Records from a dataset
- - - -

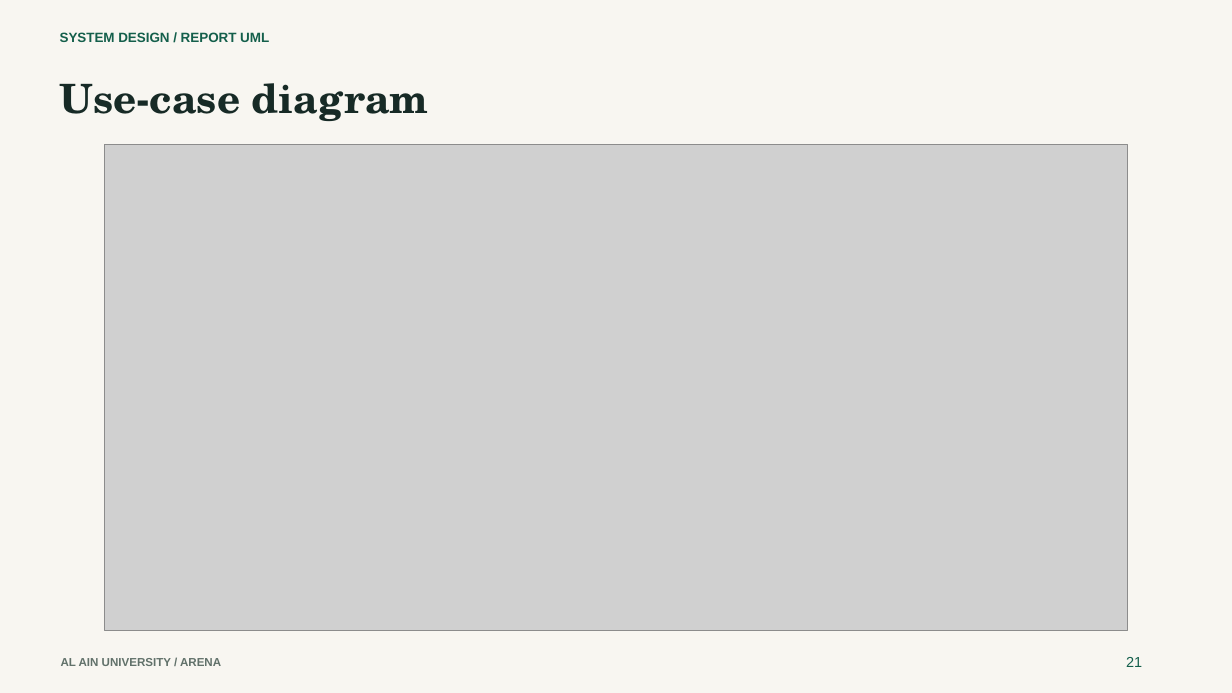
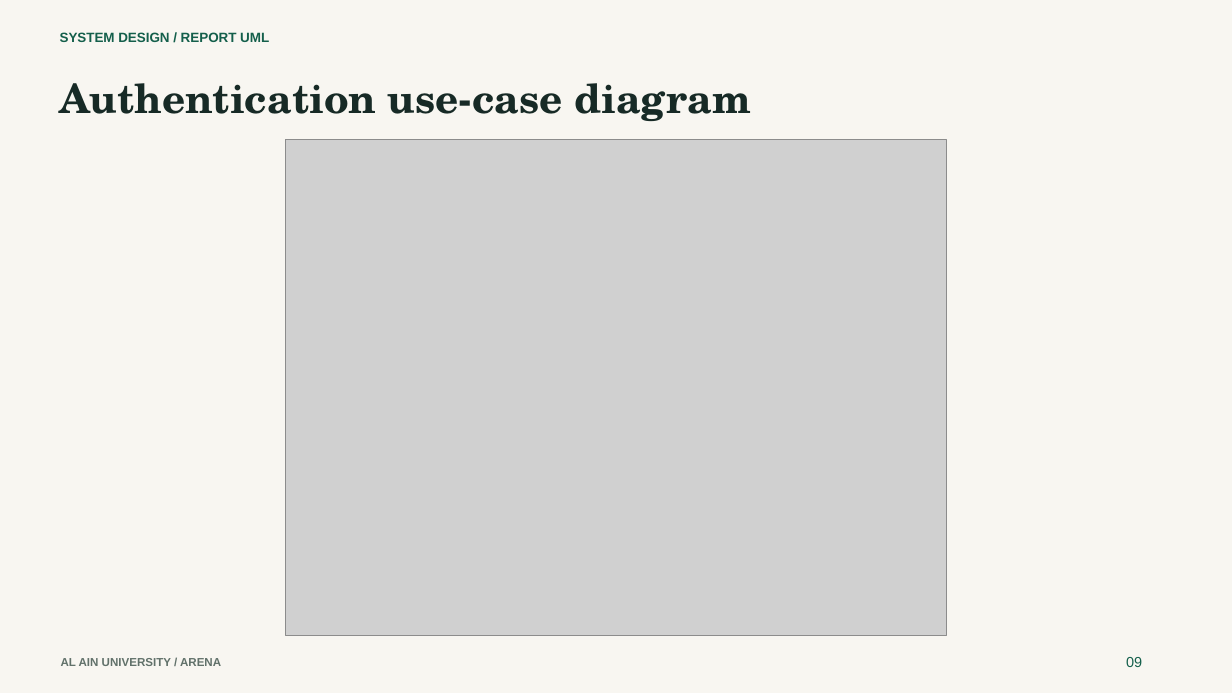
Before and after one commit to V1R3S/OOAD_CCMS, a slide deck: slide 9 of presentation/Arena-presentation.pptx. Drawn at 1232x693 pixels with LibreOffice and Linux fonts; fonts in the diff are those of the drawing; grey boxes stand for pictures. Boxes give left, top, right and bottom in pixels: in the first picture for what was removed or moved away, otherwise in the second. Text is boxed around its words. In the diff, an @@ line names an element or a change of style, - is before the commit and + after.

```diff
--- a/presentation/Arena-presentation.pptx
+++ b/presentation/Arena-presentation.pptx
@@ text at box(60, 83, 751, 121): text changed @@
-Use-case diagram
+Authentication use-case diagram
@@ picture: place and size @@
-picture at box(104, 144, 1128, 630)
+picture at box(286, 140, 946, 635)
@@ text at box(1126, 657, 1142, 667): text changed @@
-21
+09
```
Also in this commit, not shown: 11 other slides changed, 14 other files.

- - - -

Output a verbatim copy of the entries and skip the pictures.

**Answer to this exercise:**
Before and after one commit to V1R3S/OOAD_CCMS, a slide deck: slide 9 of presentation/Arena-presentation.pptx. Drawn at 1232x693 pixels with LibreOffice and Linux fonts; fonts in the diff are those of the drawing; grey boxes stand for pictures. Boxes give left, top, right and bottom in pixels: in the first picture for what was removed or moved away, otherwise in the second. Text is boxed around its words. In the diff, an @@ line names an element or a change of style, - is before the commit and + after.

```diff
--- a/presentation/Arena-presentation.pptx
+++ b/presentation/Arena-presentation.pptx
@@ text at box(60, 83, 751, 121): text changed @@
-Use-case diagram
+Authentication use-case diagram
@@ picture: place and size @@
-picture at box(104, 144, 1128, 630)
+picture at box(286, 140, 946, 635)
@@ text at box(1126, 657, 1142, 667): text changed @@
-21
+09
```
Also in this commit, not shown: 11 other slides changed, 14 other files.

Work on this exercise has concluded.